Я приоткрываю один глаз, чтобы увидеть дедушку Хаззу, неотрывно сверлящего взглядом копчёного рубрума, разлёгшегося в неоднозначной позе на тарелке перед ним. Очевидно, дедушка не в курсе ни о моём провалившемся плане, ни, вероятно, о действиях кого бы то ни было ещё из сидящих за столом, ибо, судя по всем внешним признакам, он активировал персональный стрим (перстрим) и в данный момент полностью увлечён происходящим на экране, видном ему одному.
– Отец! – возмущается Ма, несильно шлёпнув деда по руке. Тот дёргается, словно кресло под ним на секунду стало электрическим, и панически осматривается по сторонам, медленно вспоминая, где он и зачем. Он задерживает взгляд на отце на мгновение дольше, чем на остальных, будто видя его в первый раз и решая, достоин ли этот густобровый камрад делить с ним один стол. Отец добродушно хлопает дедушку по плечу (тот проседает в кресле, ответившем на это жалобным писко-скрипом) и встаёт, дабы осуществить распоряжение Ма. Я решаю больше не рисковать (зрачки маминых глаз опасно побагровели) и вместо этого воспользоваться преимуществами своего положения.
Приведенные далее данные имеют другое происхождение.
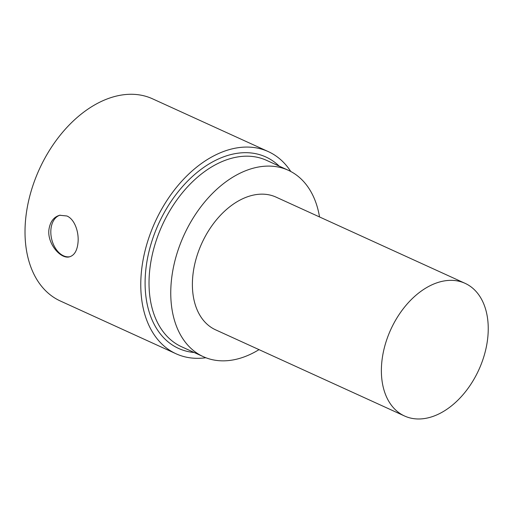 <?xml version="1.0" encoding="UTF-8"?>
<svg xmlns="http://www.w3.org/2000/svg" width="513" height="513" viewBox="0 0 513 513"><rect width="100%" height="100%" fill="white"/><g stroke="black" fill="none" stroke-linecap="round" stroke-linejoin="round"><path stroke-width="0.77" d="M77.976 242.938C77.117 250.754 74.308 255.378 69.563 256.808C60.906 259.52 47.138 243.822 48.921 229.683C50.088 221.796 53.679 216.986 59.707 215.255L66.914 215.992C74.751 219.263 79.169 232.357 77.976 242.938M60.136 215.159A21.354 14.191 -103.3 0 0 51.653 239.077A21.354 14.191 -103.3 0 0 69.954 256.705M381.794 362.242A72.917 48.408 -65.5 0 1 465.067 283.323A72.917 48.408 -65.5 0 1 478.86 369.751A72.917 48.408 -65.5 0 1 404.558 416.005A72.917 48.408 -65.5 0 1 381.794 362.242M404.558 416.005L215.563 329.814A72.917 48.408 -65.5 0 1 192.805 276.052A72.917 48.408 -65.5 0 1 276.077 197.133L465.067 283.323M259.02 349.635A102.427 68.005 -65.5 0 1 203.315 356.67A102.427 68.005 -65.5 0 1 171.342 281.143A102.427 68.005 -65.5 0 1 288.319 170.278A102.427 68.005 -65.5 0 1 319.528 216.948M203.315 356.67L181.583 346.756A102.427 68.005 -65.5 0 1 149.61 271.23A102.427 68.005 -65.5 0 1 266.587 160.364L288.319 170.278M194.203 352.508A105.203 69.851 -65.5 0 1 145.698 270.845A105.203 69.851 -65.5 0 1 198.922 170.976A105.203 69.851 -65.5 0 1 279.207 166.122M205.854 357.734A111.109 73.769 -65.5 0 1 176.094 353.79A111.109 73.769 -65.5 0 1 141.408 271.864A111.109 73.769 -65.5 0 1 268.299 151.604A111.109 73.769 -65.5 0 1 290.788 171.496M176.094 353.79L60.335 300.996A111.109 73.769 -65.5 0 1 25.65 219.07A111.109 73.769 -65.5 0 1 152.541 98.817L268.299 151.604"/></g></svg>
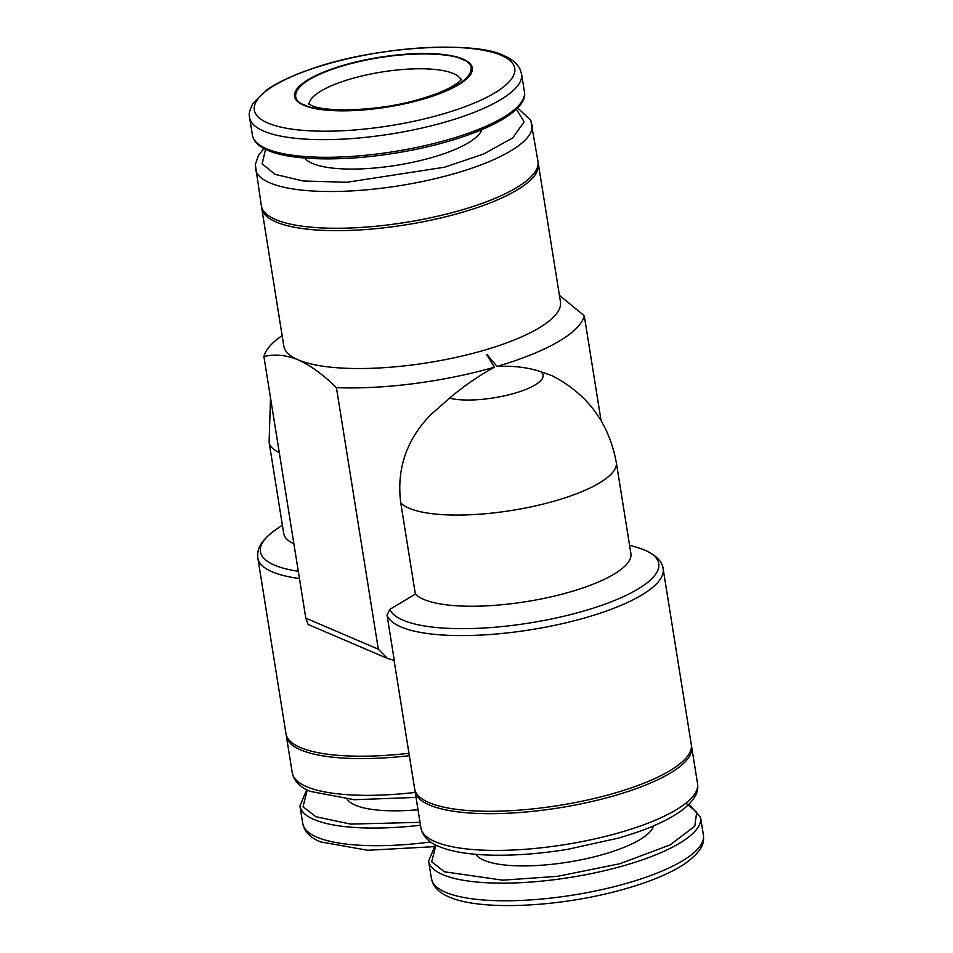<?xml version="1.0" encoding="UTF-8"?>
<svg xmlns="http://www.w3.org/2000/svg" width="953" height="953" viewBox="0 0 953 953"><rect width="100%" height="100%" fill="white"/><g stroke="black" fill="none" stroke-linecap="round" stroke-linejoin="round"><path stroke-width="1.43" d="M423.072 99.16A89.975 25.195 -9.1 0 0 463.015 59.086A89.975 25.195 -9.1 0 0 343.759 65.197A89.975 25.195 -9.1 0 0 303.804 105.271A89.975 25.195 -9.1 0 0 423.072 99.16M304.757 158.043A90.642 25.386 -9.1 0 0 432.65 157.305A90.642 25.386 -9.1 0 0 481.837 129.679M265.553 149.347L262.123 163.809L275.024 174.339L303.376 181.01L346.916 182.273L444.443 167.228L483.528 154.076L512.714 137.923L524.138 121.829L516.347 109.178M263.91 148.501L258.346 155.613L255.321 164.512L261.348 205.788A140.079 39.228 -9.1 0 0 461.407 210.065A140.079 39.228 -9.1 0 0 537.98 161.486L530.809 120.412L517.658 107.868M261.61 206.98A140.079 39.228 -9.1 0 0 261.73 208.183A140.079 39.228 -9.1 0 0 461.788 212.459A140.079 39.228 -9.1 0 0 538.362 163.88A140.079 39.228 -9.1 0 0 538.1 162.689M261.73 208.183L283.815 346.058A140.079 39.228 -9.1 0 0 298.206 359.865A140.079 39.228 -9.1 0 0 483.874 350.335A140.079 39.228 -9.1 0 0 560.447 301.756L538.362 163.88M653.567 825.858A90.642 25.386 170.9 0 1 581.39 859.725A90.642 25.386 170.9 0 1 484.053 860.309A90.642 25.386 170.9 0 1 475.892 854.317M417.998 809.728A90.642 25.386 170.9 0 1 355.386 805.214A90.642 25.386 170.9 0 1 347.226 799.233M691.413 745.722A140.079 39.228 170.9 0 1 691.664 746.902A140.079 39.228 170.9 0 1 588.072 802.366A140.079 39.228 170.9 0 1 429.422 805.011A140.079 39.228 170.9 0 1 415.031 791.216A140.079 39.228 170.9 0 1 414.912 790.001M409.349 755.681A140.079 39.228 170.9 0 1 300.755 749.928A140.079 39.228 170.9 0 1 286.376 736.121A140.079 39.228 170.9 0 1 286.245 734.918M299.456 578.531A140.079 39.228 170.9 0 1 272.236 571.836A140.079 39.228 170.9 0 1 257.846 558.029L285.995 733.739A140.079 39.228 -9.1 0 0 300.374 747.533A140.079 39.228 -9.1 0 0 408.956 753.287M394.077 660.322L414.65 788.822A140.079 39.228 -9.1 0 0 429.041 802.617A140.079 39.228 -9.1 0 0 587.691 799.972A140.079 39.228 -9.1 0 0 691.282 744.507L663.145 568.81A140.079 39.228 170.9 0 1 559.554 624.275A140.079 39.228 170.9 0 1 400.903 626.919A140.079 39.228 170.9 0 1 387.049 615.173L389.825 609.36L415.365 594.064L400.76 502.886C396.448 469.198 406.407 439.857 430.613 414.853L449.53 398.163C463.897 386.025 478.835 375.708 494.357 367.215A162.439 45.494 -9.1 0 1 336.421 387.657L378.317 649.196L305.806 618.152L263.91 356.613C274.476 353.849 285.9 354.933 298.206 359.865C310.618 365.511 323.353 374.779 336.421 387.657M415.365 594.064A110.655 30.984 -9.1 0 0 423.74 599.401A110.655 30.984 -9.1 0 0 549.059 597.305A110.655 30.984 -9.1 0 0 630.886 553.49L616.281 462.324A110.655 30.984 170.9 0 1 534.454 506.126A110.655 30.984 170.9 0 1 409.135 508.223A110.655 30.984 170.9 0 1 400.76 502.886M487.126 354.635L497.013 366.44C513.56 365.654 528.141 367.405 540.756 371.694L552.347 375.816C587.608 394.208 608.919 423.037 616.281 462.324M279.289 452.604A110.655 30.984 170.9 0 1 269.103 442.228L283.708 533.406A110.655 30.984 -9.1 0 0 293.893 543.782M497.013 366.44A162.439 45.494 -9.1 0 0 584.272 315.741L559.411 295.275M486.84 354.719L494.357 367.215M282.136 335.587L281.921 335.73A162.439 45.494 -9.1 0 0 263.91 356.613M601.069 420.595L584.272 315.741M387.049 615.173L394.28 660.358L387.537 658.487L378.317 649.196M308.141 624.489L305.806 618.152M304.781 104.997C313.084 110.81 363.855 115.611 422.584 98.945C480.241 81.839 476.655 63.363 462.038 59.372C453.747 53.547 402.976 48.758 344.247 65.412C286.579 82.518 290.165 101.006 304.781 104.997M308.998 104.199A77.098 21.597 170.9 0 1 351.216 78.789A77.098 21.597 170.9 0 1 453.414 73.548A77.098 21.597 170.9 0 1 460.978 79.861M326.402 64.304A131.883 36.941 -9.1 0 0 267.853 123.044A131.883 36.941 -9.1 0 0 442.668 114.074A131.883 36.941 -9.1 0 0 501.218 55.334A131.883 36.941 -9.1 0 0 326.402 64.304M446.29 121.77A137.72 38.573 -9.1 0 0 521.577 74L519.885 68.795C516.8 63.16 511.487 58.812 503.97 55.75C476.202 40.467 372.909 46.066 308.498 69.938C291.284 75.978 277.514 82.542 267.209 89.618L253.057 103.281C249.65 109.845 248.507 114.598 249.603 117.564A137.72 38.573 -9.1 0 0 263.743 131.133A137.72 38.573 -9.1 0 0 446.29 121.77M252.426 135.207A137.72 38.573 -9.1 0 0 266.566 148.775A137.72 38.573 -9.1 0 0 449.113 139.412A137.72 38.573 -9.1 0 0 524.412 91.643C529.344 113.693 469.65 140.877 397.961 152.671C344.795 161.7 291.356 160.843 267.733 150.336C258.656 146.476 253.558 141.425 252.426 135.207L249.603 117.564M703.421 835.138A137.72 38.573 170.9 0 1 601.569 889.661A137.72 38.573 170.9 0 1 445.575 892.27A137.72 38.573 170.9 0 1 431.435 878.702L433.091 883.812C436.164 889.483 441.477 893.866 449.054 896.952C478.692 910.329 551.799 907.661 612.648 892.222C644.264 884.241 668.518 874.628 685.386 863.37C706.649 847.705 703.397 839.426 703.421 835.138L700.586 817.495A137.72 38.573 170.9 0 1 598.746 872.019A137.72 38.573 170.9 0 1 442.752 874.628A137.72 38.573 170.9 0 1 428.612 861.059L431.435 878.702M430.613 841.987A137.72 38.573 170.9 0 1 316.92 837.175A137.72 38.573 170.9 0 1 302.768 823.606L299.945 805.964A137.72 38.573 170.9 0 0 314.085 819.532A137.72 38.573 170.9 0 0 420.487 825.238M255.464 169.05A140.079 39.228 -9.1 0 0 269.854 182.857A140.079 39.228 -9.1 0 0 455.522 173.327A140.079 39.228 -9.1 0 0 532.096 124.748M685.91 803.153L696.703 812.123L694.797 826.203L670.173 844.87L619.974 863.704L557.457 876.343L502.684 880.167L444.479 871.792L431.685 861.798L435.902 845.108M420.023 822.344L350.513 824.095L315.812 816.697L303.03 806.703L307.235 790.013M697.548 783.64A140.079 39.228 170.9 0 1 593.957 839.105A140.079 39.228 170.9 0 1 435.307 841.749A140.079 39.228 170.9 0 1 420.916 827.954L422.179 832.243C425.205 838.461 430.732 843.191 438.773 846.431C451.007 851.517 467.792 854.4 489.139 855.079C513.226 855.794 539.303 853.888 567.392 849.373L618.032 838.199C645.824 830.254 666.981 821.069 681.514 810.658C700.848 795.719 697.608 786.463 697.548 783.64L691.664 746.902M415.234 792.419A140.079 39.228 170.9 0 1 306.64 786.666A140.079 39.228 170.9 0 1 292.261 772.871L286.376 736.121M298.301 571.288A136.553 38.239 170.9 0 1 274.428 565.129A136.553 38.239 170.9 0 1 275.834 529.642C258.251 542.555 257.286 549.988 257.846 558.029M629.552 545.199L637.188 547.451A136.553 38.239 170.9 0 1 644.705 550.119A136.553 38.239 170.9 0 1 584.082 610.933A136.553 38.239 170.9 0 1 403.095 620.212A136.553 38.239 170.9 0 1 389.825 609.36M449.53 398.163A52.189 14.617 -9.1 0 0 514.584 393.255A52.189 14.617 -9.1 0 0 540.756 371.694M461.478 79.135C461.824 79.611 452.675 90.547 415.079 100.458C376.578 111.334 324.699 112.335 311.202 105.33L308.296 103.674M521.577 74L524.412 91.643M433.698 846.693L367.644 850.279L320.387 841.856C312.822 838.783 307.497 834.399 304.424 828.717L302.768 823.606M700.586 817.495L689.102 804.189M435.366 844.835L428.612 861.059M306.699 789.739L299.945 805.964M292.261 772.871L293.572 777.267C296.597 783.414 302.113 788.107 310.118 791.347L354.313 799.722L416.032 797.423M663.145 568.81C662.847 564.95 659.845 556.874 645.288 550.334L637.188 547.451M282.374 525.115L275.834 529.642M270.521 397.842L269.103 442.228M415.031 791.216L420.916 827.954M386.978 658.237L308.141 624.477"/></g></svg>

Обычно я не ем на ночь глядя, но копчёный рубрум слишком уж настойчиво транслирует свой аромат мне в нос, из-за чего слюнной секрет не медлит заполнить собой ротовую полость. Помимо мяса, я накладываю себе рагу из яичного цветка, перечную терру и картошку. «Я пожалею об этом утром», – думаю я, пока челюсти перемалывают первую порцию. Тем временем Фарик подливает мне ещё винумбулы.
– Фарик, не усердствуй, – осаждает его Ма, обслуживая тётушку Рэ с миской тушёной гравирепы.
– Я же не себе! – протестует он.
– Вот именно. Ты хочешь, чтобы твой брат осрамился, не успев прожить и дня в новом эоне?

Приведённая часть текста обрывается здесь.